После того как был подан кофе, Виктор Михайлович как-то очень спокойно и по-домашнему спросил:
— Можно ли было осудить нас за стремление узнать свою родину? Человек на опыте тысячелетнего существования на земле пришел к трем вопросам в оценке состояния человеческого общества... К трем великим и вместе с тем проклятым вопросам человеческого бытия. Мы спрашивали: «Есть ли в России хлеб, чтобы каждый русский был прежде всего сыт?» И мы ответили: «В России хлеба не хватает». Вы, Сережа, могли бы опровергнуть этот наш вывод?
Виктор Михайлович молчал, ожидая моего ответа. Марта вопросительно смотрела на меня.
— Мы поставили второй вопрос: «Есть ли в России бог?» И мы вынуждены были ответить, что бога в России нет. Разрушена вера, разрушена и нравственность. И еще мы спросили: «Есть ли в России уважение к отцу и матери?» И мы ответили: «Нет!»
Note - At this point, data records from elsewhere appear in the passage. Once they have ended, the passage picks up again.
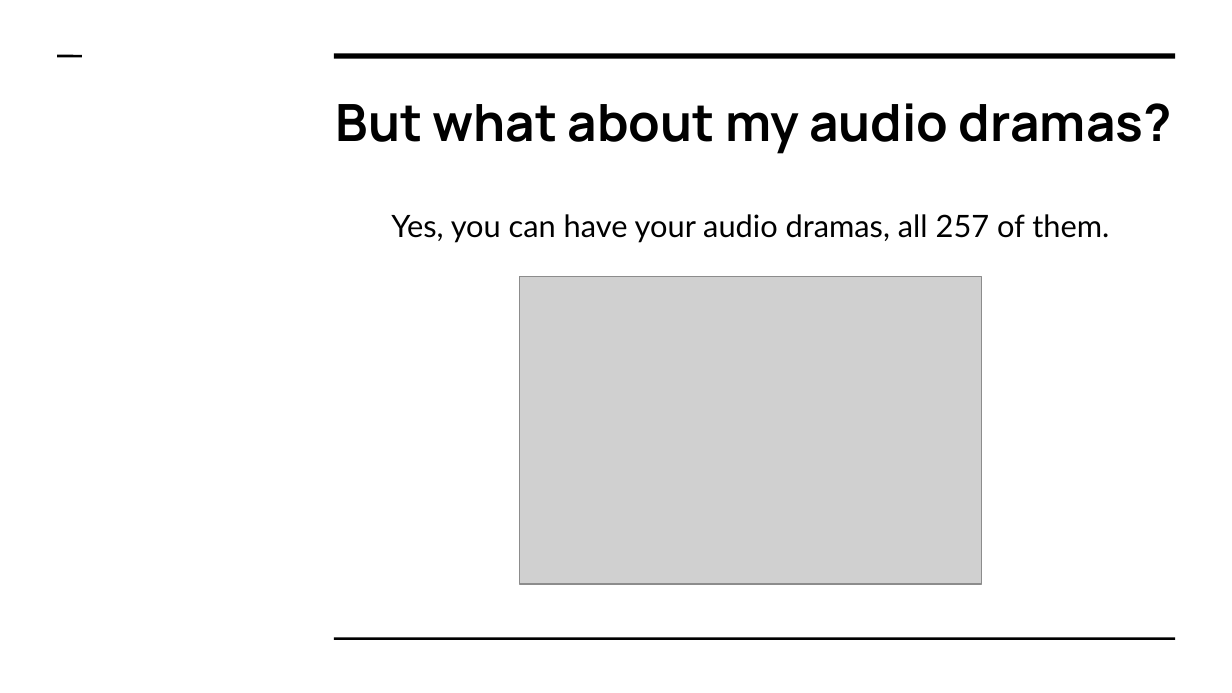
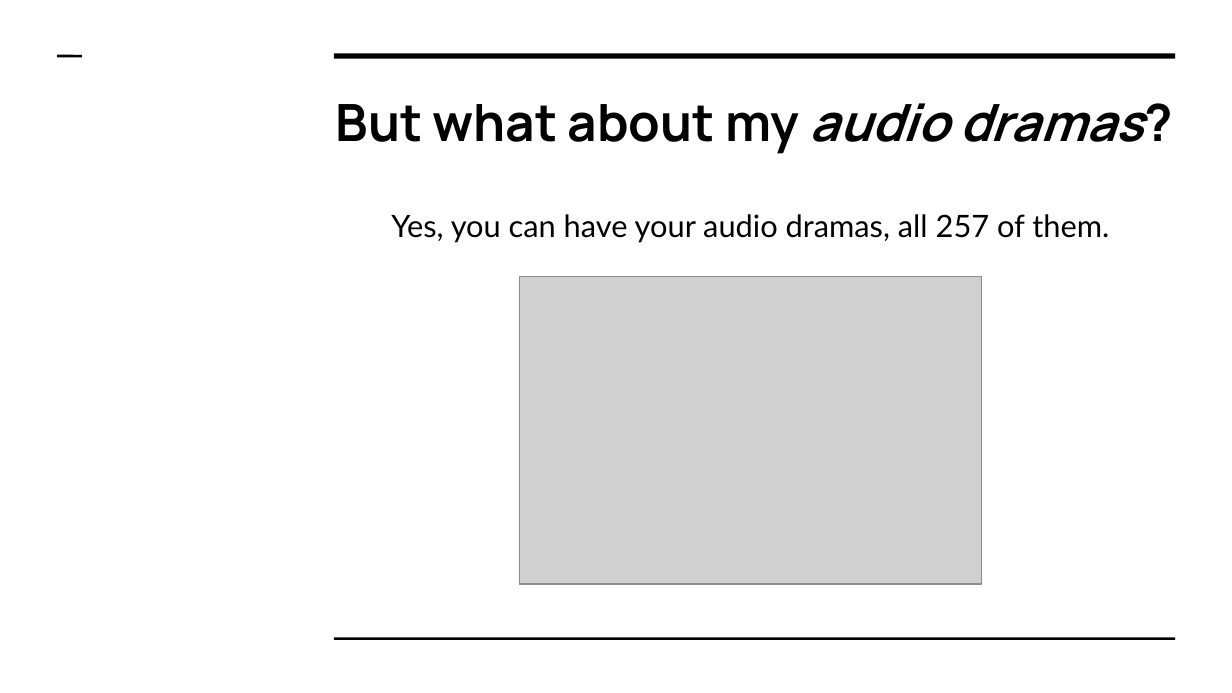
Before and after one commit to jflory7/presentations, a slide deck: slide 5 of 2017/musicbrainz-picard-workshop/musicbrainz-picard-workshop-presentation.odp. Drawn at 1232x693 pixels with LibreOffice and Linux fonts; fonts in the diff are those of the drawing; grey boxes stand for pictures. Boxes give left, top, right and bottom in pixels: in the first picture for what was removed or moved away, otherwise in the second. Text is boxed around its words. In the diff, an @@ line names an element or a change of style, - is before the commit and + after.

```diff
--- a/2017/musicbrainz-picard-workshop/musicbrainz-picard-workshop-presentation.odp
+++ b/2017/musicbrainz-picard-workshop/musicbrainz-picard-workshop-presentation.odp
@@ title "But what about my audio ..." at <box>336,103,1143,154</box>: italic on in "audio dramas?" @@
```
Also in this commit, not shown: 6 other slides changed, 1 slide removed, 1 other file.

Марта медленно поднялась со стула. Она постояла, мгновение всматриваясь в Виктора Михайловича, покачала головой и вышла.
А я остался в растерянности, не зная, как истолковать ее уход и что отвечать моему гостю.
Виктор Михайлович неторопливо раскурил погасшую сигару, подвинул к себе кофейник, налил кофе и деловито стал расспрашивать меня, как идут занятия, посоветовал не бросать уроков и пообещал разведать, как можно было бы меня ввести в коммерческий мир...
— О России забудь! Эти твои друзья доведут тебя до беды! — сказала мне Марта, когда мы проводили гостя.
Но гость раздразнил мое воображение, у меня возникло множество вопросов, сам, без его помощи, я на эти вопросы ответа не мог найти.
И мне, наверное, до бесконечности предстояло бы метаться между запретом Марты и тягой к этим людям, но они сами пошли нам навстречу.
Не меня, а Марту пригласили участвовать в коммерческом деле. На первых шагах ей предложили выгодное помещение капитала. Мы расстались с фермой и переехали в город. Наш доход нисколько не уменьшился, но не было уже нужды в работе от зари и до зари. Ей было дано понять, что приглашение в дело последовало по рекомендации Виктора Михайловича. И она переменила свое мнение об этом союзе.
Минул еще год. Мой русский учитель объявил мне, что если я хочу действительно получить образование, то он сможет меня рекомендовать в Институт по изучению СССР[1].
К тому времени у меня в руках уже побывала книжечка в зеленой обложке с символическим трезубцем. Теперь союз назывался несколько иначе, чем в молодые годы моего наставника и руководителя. Вместо слова «национальный» было поставлено слово «народный». «Народно-трудовой союз». Так называлась организация. Следовало еще уточнение в скобках — «Союз солидаристов».
Теперь, когда я готовился к поступлению в Институт по изучению СССР, в терминах уже не путался, знал их значение и в общих чертах понимал, что программа определяет задачи союза.
Мне нет нужды по пунктам перечислять здесь ее положения. Это довольно обширный документ, я только остановлюсь на том, что безусловно принял, делая все же скидку на то, что не все записанное в программах претворяется в жизнь. Прежде всего меня устраивало, что наш союз имеет надпартийную окраску.
Тогда мой слух ласкало слово «народный». Я еще не знал, как умеют спекулировать этим словом те, кто никогда не собирался защищать интересы народа.
Устраивало меня и провозглашение свободы коммерческой деятельности.
Эпидемия приобретательства разгоралась, пожирая в своем пламени все иные страсти и стремления. Она подхлестывала людей, с каждым годом рынок манил все большим и большим разнообразием товаров. И все они казались совершенно необходимыми для жизни.
На следствии мне был задан вопрос: «Когда вы были завербованы в НТС для антисоветской деятельности?»
На вопрос следователя я должен был ответить кратко и точно. И я ответил, что считаю себя завербованным для антисоветской деятельности с того дня, когда дал согласие учиться в Институте по изучению СССР в Бад-Гомбурге. Тогда я подписал более серьезные обязательства, чем при вступлении в НТС, и эти обязательства, как мне известно, не были уничтожены. Но я думаю, что это случилось много раньше, с той, наверное, поры, когда я, как и Марта, пали жертвой эпидемии приобретательства, когда мы захотели иметь больше, чем нужно для неизвращенных человеческих потребностей.
Состоялась третья встреча с обворожительным Виктором Михайловичем. На этот раз он передал меня под опеку того самого человека, который выступал на совещании членов нашего союза и говорил о близкой революции в России. Представили мне его как Сергея Сергеевича. Замечу, что у всех моих наставников по НТС было по нескольку фамилий и имен. Узнал, кто они такие, я позже, на следствии, когда мне предъявили фотографии для опознания.